TASK INPUTS:
----
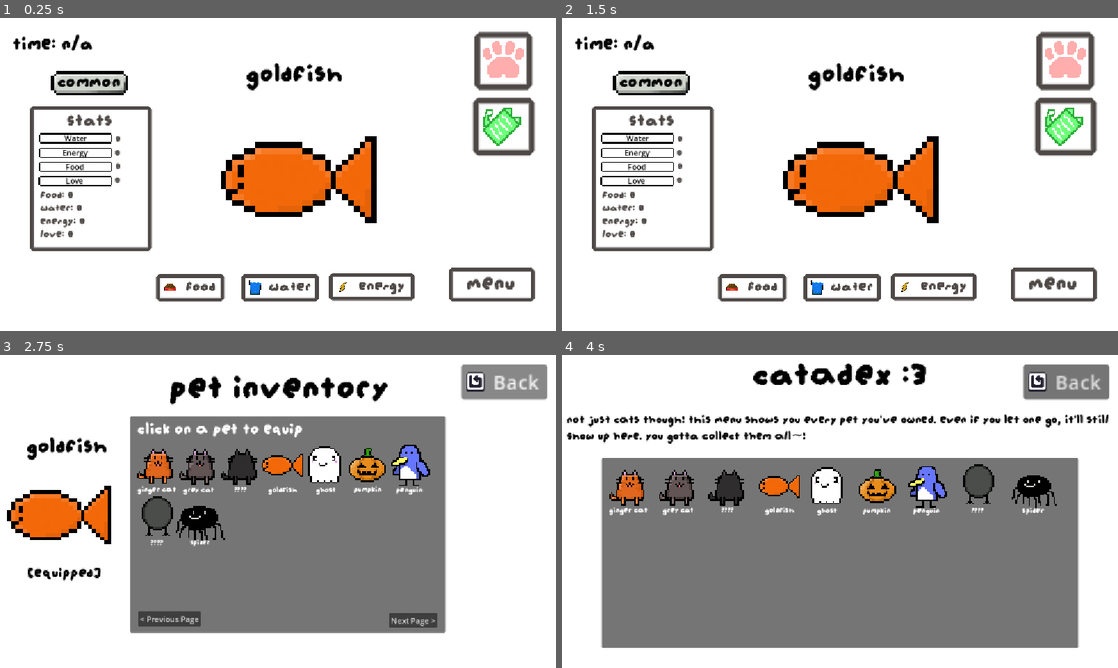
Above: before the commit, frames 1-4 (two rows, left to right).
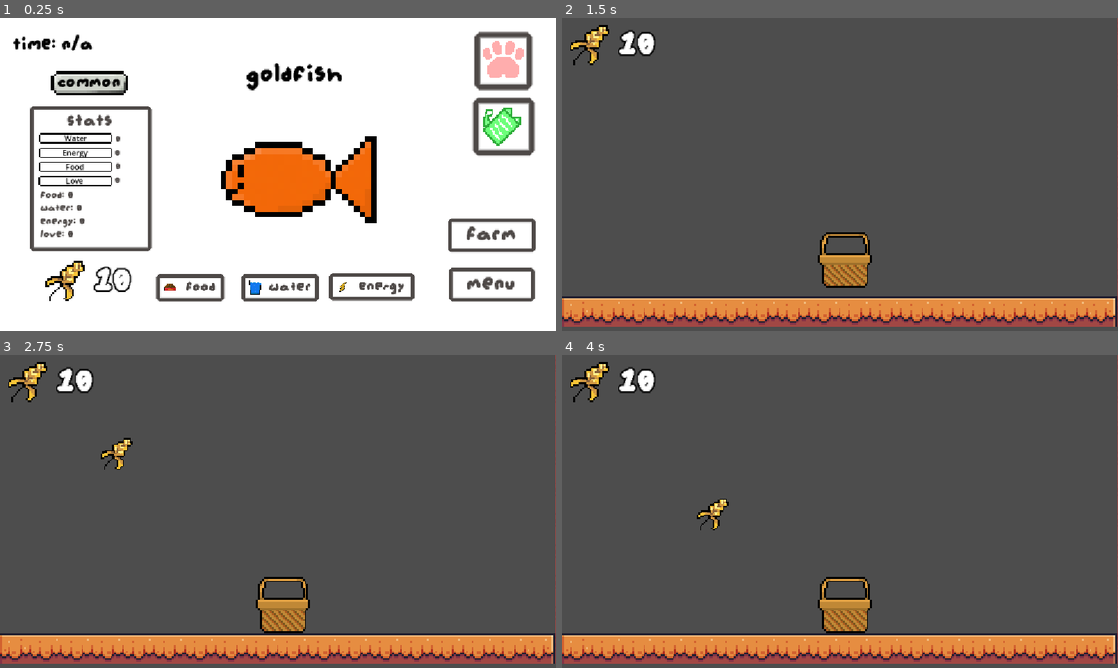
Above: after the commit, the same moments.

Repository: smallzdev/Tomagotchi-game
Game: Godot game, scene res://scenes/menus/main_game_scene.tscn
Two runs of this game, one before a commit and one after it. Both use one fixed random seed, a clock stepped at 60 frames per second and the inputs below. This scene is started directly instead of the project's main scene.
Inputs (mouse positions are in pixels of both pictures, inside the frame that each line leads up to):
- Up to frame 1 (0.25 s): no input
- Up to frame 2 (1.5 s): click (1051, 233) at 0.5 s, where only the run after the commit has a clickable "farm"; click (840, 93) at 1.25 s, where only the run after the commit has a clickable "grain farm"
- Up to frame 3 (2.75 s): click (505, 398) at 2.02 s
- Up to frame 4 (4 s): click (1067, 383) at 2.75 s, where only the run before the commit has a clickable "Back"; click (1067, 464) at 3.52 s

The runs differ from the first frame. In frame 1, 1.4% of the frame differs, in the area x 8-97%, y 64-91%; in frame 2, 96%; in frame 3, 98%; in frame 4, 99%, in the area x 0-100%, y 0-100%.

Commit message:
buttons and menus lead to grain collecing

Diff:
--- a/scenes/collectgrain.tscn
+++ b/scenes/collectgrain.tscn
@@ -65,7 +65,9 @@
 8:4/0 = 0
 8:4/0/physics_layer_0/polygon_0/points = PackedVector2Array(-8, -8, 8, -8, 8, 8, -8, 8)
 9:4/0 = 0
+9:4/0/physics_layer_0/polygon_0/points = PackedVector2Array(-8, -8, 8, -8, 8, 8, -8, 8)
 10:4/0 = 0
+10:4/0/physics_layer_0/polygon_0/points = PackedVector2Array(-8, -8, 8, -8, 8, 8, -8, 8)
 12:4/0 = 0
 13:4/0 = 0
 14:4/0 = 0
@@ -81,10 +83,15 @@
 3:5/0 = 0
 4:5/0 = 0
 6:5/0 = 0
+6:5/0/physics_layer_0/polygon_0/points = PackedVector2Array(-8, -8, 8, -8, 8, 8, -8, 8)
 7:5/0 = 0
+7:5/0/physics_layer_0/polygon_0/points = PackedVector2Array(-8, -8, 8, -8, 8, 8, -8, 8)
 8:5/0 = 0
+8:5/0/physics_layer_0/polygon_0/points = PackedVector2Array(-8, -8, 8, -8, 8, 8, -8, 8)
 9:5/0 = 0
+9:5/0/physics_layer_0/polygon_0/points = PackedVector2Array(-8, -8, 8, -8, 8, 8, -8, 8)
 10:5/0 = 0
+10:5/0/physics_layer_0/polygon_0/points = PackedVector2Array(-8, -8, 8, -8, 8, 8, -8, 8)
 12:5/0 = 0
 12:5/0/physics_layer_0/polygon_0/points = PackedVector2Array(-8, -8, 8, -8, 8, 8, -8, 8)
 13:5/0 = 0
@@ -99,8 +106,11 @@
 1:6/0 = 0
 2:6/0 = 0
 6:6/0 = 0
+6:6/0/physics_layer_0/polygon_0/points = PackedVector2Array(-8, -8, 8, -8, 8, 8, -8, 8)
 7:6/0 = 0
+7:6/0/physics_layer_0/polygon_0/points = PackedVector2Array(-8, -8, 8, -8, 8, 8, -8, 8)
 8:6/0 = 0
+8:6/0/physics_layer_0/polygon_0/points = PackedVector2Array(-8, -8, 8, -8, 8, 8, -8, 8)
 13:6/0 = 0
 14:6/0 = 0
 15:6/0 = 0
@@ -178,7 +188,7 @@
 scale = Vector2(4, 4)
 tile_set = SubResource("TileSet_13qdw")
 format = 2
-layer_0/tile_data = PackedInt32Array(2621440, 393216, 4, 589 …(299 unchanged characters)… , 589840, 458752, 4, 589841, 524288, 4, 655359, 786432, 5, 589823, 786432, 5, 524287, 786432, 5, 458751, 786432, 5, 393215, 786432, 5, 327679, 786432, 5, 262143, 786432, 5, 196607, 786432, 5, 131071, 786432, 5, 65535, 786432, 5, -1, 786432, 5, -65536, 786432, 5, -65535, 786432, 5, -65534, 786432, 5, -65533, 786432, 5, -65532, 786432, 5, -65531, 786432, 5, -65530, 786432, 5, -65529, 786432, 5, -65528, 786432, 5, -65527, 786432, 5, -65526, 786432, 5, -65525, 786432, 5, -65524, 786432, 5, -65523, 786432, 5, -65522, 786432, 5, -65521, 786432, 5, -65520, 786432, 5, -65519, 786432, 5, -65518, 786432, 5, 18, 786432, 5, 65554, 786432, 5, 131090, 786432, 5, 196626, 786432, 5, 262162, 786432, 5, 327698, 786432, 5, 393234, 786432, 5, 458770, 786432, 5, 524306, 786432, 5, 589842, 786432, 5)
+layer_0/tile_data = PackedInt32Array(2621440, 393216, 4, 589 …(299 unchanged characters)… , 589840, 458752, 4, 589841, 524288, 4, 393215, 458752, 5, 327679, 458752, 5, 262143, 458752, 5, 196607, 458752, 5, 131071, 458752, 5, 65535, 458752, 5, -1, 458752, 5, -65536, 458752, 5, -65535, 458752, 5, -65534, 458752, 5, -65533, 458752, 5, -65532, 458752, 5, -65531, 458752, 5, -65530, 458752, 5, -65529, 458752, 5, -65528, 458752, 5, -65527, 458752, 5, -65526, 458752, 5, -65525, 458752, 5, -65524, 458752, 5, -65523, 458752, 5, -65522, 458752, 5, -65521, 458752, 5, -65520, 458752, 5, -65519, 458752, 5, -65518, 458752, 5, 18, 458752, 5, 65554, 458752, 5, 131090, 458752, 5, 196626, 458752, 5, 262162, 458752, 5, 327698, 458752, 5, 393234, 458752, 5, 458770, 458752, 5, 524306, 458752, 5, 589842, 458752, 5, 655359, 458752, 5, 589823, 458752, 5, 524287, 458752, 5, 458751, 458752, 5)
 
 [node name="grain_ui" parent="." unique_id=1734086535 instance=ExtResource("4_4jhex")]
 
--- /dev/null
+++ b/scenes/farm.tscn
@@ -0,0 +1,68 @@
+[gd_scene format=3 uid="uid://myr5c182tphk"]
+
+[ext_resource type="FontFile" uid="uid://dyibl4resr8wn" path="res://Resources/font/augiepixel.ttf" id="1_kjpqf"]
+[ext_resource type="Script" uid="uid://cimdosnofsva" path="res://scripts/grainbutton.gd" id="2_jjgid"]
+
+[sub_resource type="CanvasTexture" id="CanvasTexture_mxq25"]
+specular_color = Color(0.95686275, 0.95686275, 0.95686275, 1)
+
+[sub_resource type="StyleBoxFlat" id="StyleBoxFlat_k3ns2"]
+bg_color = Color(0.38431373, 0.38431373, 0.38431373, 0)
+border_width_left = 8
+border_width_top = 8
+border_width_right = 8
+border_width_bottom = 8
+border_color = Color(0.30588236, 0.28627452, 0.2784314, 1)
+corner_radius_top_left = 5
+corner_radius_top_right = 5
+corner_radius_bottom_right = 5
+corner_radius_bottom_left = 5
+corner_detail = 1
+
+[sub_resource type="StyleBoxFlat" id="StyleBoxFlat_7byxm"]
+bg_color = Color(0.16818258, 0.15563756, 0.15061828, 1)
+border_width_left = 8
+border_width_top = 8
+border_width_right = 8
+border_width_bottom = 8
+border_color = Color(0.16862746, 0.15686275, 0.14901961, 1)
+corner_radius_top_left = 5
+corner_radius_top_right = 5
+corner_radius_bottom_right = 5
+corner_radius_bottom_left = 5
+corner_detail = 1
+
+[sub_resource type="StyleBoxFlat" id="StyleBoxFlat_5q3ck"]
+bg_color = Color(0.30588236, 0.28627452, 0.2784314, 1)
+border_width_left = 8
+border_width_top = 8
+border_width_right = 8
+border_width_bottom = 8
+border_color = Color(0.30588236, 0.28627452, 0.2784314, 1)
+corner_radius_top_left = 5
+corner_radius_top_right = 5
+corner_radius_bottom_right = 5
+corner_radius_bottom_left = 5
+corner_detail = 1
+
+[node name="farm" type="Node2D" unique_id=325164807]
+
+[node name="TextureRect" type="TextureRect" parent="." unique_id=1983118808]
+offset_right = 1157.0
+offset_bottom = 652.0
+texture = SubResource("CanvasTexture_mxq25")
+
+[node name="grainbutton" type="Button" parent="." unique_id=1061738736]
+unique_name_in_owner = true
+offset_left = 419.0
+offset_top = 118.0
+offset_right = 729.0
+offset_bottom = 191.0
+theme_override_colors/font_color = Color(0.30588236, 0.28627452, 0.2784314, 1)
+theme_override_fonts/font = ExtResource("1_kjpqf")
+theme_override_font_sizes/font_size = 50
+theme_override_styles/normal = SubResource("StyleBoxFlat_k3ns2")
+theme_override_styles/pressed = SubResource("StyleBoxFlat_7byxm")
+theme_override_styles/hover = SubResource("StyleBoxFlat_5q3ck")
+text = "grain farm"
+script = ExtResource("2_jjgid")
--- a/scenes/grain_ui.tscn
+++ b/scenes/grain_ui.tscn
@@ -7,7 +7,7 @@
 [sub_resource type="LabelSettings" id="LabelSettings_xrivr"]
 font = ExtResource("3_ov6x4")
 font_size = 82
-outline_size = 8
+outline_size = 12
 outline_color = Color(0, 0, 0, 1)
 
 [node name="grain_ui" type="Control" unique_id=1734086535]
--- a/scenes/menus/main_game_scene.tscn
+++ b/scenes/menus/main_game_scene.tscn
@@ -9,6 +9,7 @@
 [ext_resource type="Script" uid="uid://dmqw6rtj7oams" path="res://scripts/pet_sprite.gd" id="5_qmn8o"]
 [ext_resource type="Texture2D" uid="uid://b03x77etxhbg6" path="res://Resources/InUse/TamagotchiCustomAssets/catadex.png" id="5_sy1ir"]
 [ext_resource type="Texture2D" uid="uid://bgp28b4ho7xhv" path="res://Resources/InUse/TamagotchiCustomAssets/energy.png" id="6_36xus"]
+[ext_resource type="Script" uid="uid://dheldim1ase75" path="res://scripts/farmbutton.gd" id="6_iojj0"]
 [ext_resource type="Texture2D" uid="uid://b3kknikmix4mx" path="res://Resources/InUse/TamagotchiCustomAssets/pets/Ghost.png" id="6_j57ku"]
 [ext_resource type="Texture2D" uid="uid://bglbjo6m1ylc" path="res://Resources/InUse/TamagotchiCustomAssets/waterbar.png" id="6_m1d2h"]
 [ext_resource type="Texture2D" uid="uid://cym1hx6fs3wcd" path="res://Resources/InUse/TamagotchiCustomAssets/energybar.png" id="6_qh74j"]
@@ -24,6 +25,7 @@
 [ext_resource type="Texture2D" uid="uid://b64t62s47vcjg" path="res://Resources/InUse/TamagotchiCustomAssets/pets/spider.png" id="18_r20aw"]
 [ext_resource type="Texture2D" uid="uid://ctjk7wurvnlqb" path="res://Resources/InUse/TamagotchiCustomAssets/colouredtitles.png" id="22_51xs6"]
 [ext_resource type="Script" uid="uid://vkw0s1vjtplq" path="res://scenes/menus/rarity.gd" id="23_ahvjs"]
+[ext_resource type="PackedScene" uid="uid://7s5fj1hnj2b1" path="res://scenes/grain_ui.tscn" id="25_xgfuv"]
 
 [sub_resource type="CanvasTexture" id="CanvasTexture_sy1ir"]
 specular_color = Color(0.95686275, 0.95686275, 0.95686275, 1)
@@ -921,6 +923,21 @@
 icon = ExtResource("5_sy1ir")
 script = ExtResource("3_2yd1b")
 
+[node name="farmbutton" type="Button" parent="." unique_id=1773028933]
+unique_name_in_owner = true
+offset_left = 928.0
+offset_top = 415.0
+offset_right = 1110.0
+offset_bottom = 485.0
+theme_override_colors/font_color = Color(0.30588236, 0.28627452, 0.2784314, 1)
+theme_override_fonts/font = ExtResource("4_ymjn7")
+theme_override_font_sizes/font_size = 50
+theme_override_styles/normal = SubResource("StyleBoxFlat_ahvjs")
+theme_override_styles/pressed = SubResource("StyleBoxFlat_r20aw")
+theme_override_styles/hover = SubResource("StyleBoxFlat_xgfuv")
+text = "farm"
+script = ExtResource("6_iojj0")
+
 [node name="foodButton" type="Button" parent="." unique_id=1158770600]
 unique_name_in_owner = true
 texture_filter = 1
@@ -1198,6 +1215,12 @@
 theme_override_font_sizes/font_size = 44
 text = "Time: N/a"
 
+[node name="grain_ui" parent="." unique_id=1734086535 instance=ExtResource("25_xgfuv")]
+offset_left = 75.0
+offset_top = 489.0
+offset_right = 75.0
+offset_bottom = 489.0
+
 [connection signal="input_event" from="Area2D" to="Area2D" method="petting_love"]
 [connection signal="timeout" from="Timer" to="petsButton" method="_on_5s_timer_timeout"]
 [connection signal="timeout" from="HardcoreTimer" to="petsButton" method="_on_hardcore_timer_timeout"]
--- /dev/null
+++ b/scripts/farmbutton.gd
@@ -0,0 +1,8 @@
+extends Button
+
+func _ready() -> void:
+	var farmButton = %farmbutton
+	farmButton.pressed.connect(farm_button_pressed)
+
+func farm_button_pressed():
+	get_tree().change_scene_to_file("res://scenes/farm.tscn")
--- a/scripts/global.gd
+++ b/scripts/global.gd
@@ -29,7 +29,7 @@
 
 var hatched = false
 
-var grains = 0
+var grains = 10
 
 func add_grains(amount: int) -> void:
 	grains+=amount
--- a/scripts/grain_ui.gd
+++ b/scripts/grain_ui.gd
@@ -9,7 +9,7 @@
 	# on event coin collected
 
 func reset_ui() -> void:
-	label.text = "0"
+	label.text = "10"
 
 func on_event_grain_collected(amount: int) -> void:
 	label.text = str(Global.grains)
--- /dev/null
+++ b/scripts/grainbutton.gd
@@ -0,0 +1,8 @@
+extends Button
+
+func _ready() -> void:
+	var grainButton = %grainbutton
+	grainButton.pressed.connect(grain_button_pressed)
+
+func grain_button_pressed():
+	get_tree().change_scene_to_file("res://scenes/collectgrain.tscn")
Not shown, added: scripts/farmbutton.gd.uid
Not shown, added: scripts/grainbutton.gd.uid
----
BRIEF: Would you please copy each line of the listing that contains the word "scripts"?

ANSWER FOR THE TASK:
+[ext_resource type="Script" uid="uid://cimdosnofsva" path="res://scripts/grainbutton.gd" id="2_jjgid"]
 [ext_resource type="Script" uid="uid://dmqw6rtj7oams" path="res://scripts/pet_sprite.gd" id="5_qmn8o"]
+[ext_resource type="Script" uid="uid://dheldim1ase75" path="res://scripts/farmbutton.gd" id="6_iojj0"]
+++ b/scripts/farmbutton.gd
--- a/scripts/global.gd
+++ b/scripts/global.gd
--- a/scripts/grain_ui.gd
+++ b/scripts/grain_ui.gd
+++ b/scripts/grainbutton.gd
Not shown, added: scripts/farmbutton.gd.uid
Not shown, added: scripts/grainbutton.gd.uid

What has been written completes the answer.